- **How to complete this task**: A verbatim transcript of the data below is required, images omitted.

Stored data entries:
'''

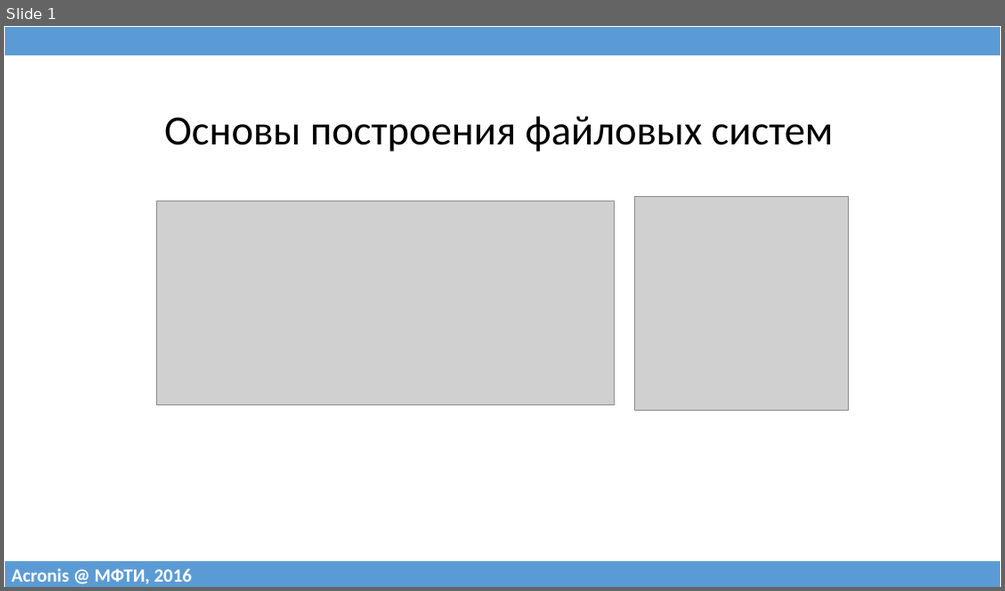
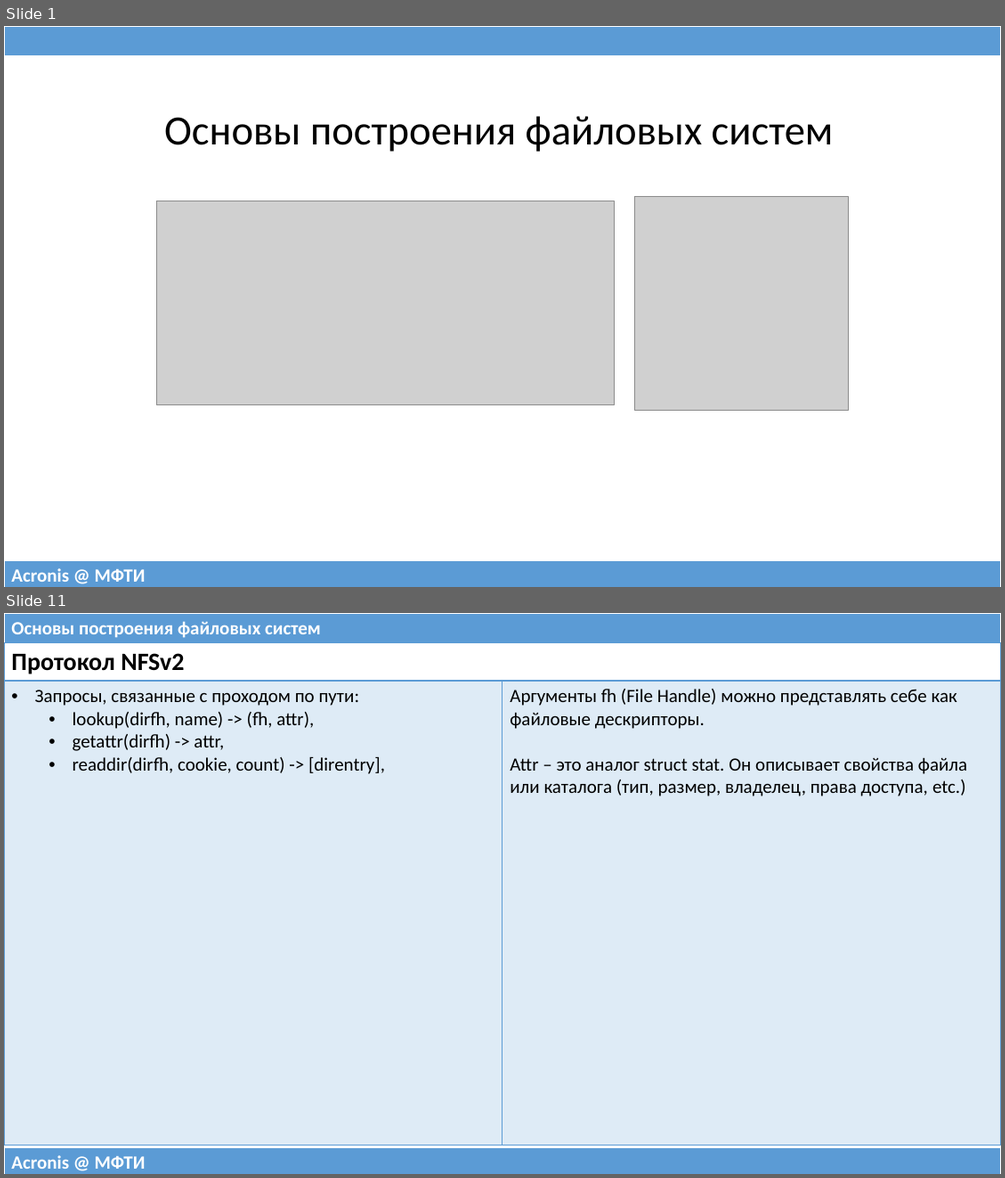
Before and after one commit to 75cc8545e7b021ed280ed0ef99fc7fc4/filesystems-101, a slide deck: talks/src/class11.pptx. Shown one above the other, each under a label of ours: slide 1 before the commit, slides 1 and 11 after it; the slides between them are not shown. The pictures are 1005x591 and 1005x1178 pixels, drawn with LibreOffice and Linux fonts; fonts in the diff are those of the drawing; grey boxes stand for pictures. Boxes give left, top, right and bottom in pixels: in the first picture for what was removed or moved away, otherwise in the second. Text is boxed around its words. In the diff, an @@ line names an element or a change of style, - is before the commit and + after.

```diff
--- a/talks/src/class11.pptx
+++ b/talks/src/class11.pptx
@@ slide 11 added at <box>4,613,1001,1174</box>, background #FFFFFF @@
@@ table added at <box>4,613,1001,643</box>, 1 rows, 1 columns @@
+Основы построения файловых систем
@@ table added at <box>4,643,1001,1136</box>, 2 rows, 2 columns @@
+Протокол NFSv2 | 
+Запросы, связанные с проходом по пути: / lookup(dirfh, name) -> (fh, attr), / getattr(dirfh) -> attr, / readdir(dirfh, cookie, count) -> [direntry], | Аргументы fh (File Handle) можно представлять себе как файловые дескрипторы. / Attr – это аналог struct stat. Он описывает свойства файла или каталога (тип, размер, владелец, права доступа, etc.)
@@ table added at <box>4,1147,1001,1174</box>, 1 rows, 1 columns @@
+Acronis @ МФТИ
@@ slide 1 changed as well @@
@@ table at <box>4,560,1001,587</box> @@
-row 1, column 1: Acronis @ МФТИ, 2016
+row 1, column 1: Acronis @ МФТИ
```
Also in this commit, not shown: 2 other slides changed, 52 other slides added, 16 slides removed, 1 other file.

'''

- **Answer section**:
Before and after one commit to 75cc8545e7b021ed280ed0ef99fc7fc4/filesystems-101, a slide deck: talks/src/class11.pptx. Shown one above the other, each under a label of ours: slide 1 before the commit, slides 1 and 11 after it; the slides between them are not shown. The pictures are 1005x591 and 1005x1178 pixels, drawn with LibreOffice and Linux fonts; fonts in the diff are those of the drawing; grey boxes stand for pictures. Boxes give left, top, right and bottom in pixels: in the first picture for what was removed or moved away, otherwise in the second. Text is boxed around its words. In the diff, an @@ line names an element or a change of style, - is before the commit and + after.

```diff
--- a/talks/src/class11.pptx
+++ b/talks/src/class11.pptx
@@ slide 11 added at <box>4,613,1001,1174</box>, background #FFFFFF @@
@@ table added at <box>4,613,1001,643</box>, 1 rows, 1 columns @@
+Основы построения файловых систем
@@ table added at <box>4,643,1001,1136</box>, 2 rows, 2 columns @@
+Протокол NFSv2 | 
+Запросы, связанные с проходом по пути: / lookup(dirfh, name) -> (fh, attr), / getattr(dirfh) -> attr, / readdir(dirfh, cookie, count) -> [direntry], | Аргументы fh (File Handle) можно представлять себе как файловые дескрипторы. / Attr – это аналог struct stat. Он описывает свойства файла или каталога (тип, размер, владелец, права доступа, etc.)
@@ table added at <box>4,1147,1001,1174</box>, 1 rows, 1 columns @@
+Acronis @ МФТИ
@@ slide 1 changed as well @@
@@ table at <box>4,560,1001,587</box> @@
-row 1, column 1: Acronis @ МФТИ, 2016
+row 1, column 1: Acronis @ МФТИ
```
Also in this commit, not shown: 2 other slides changed, 52 other slides added, 16 slides removed, 1 other file.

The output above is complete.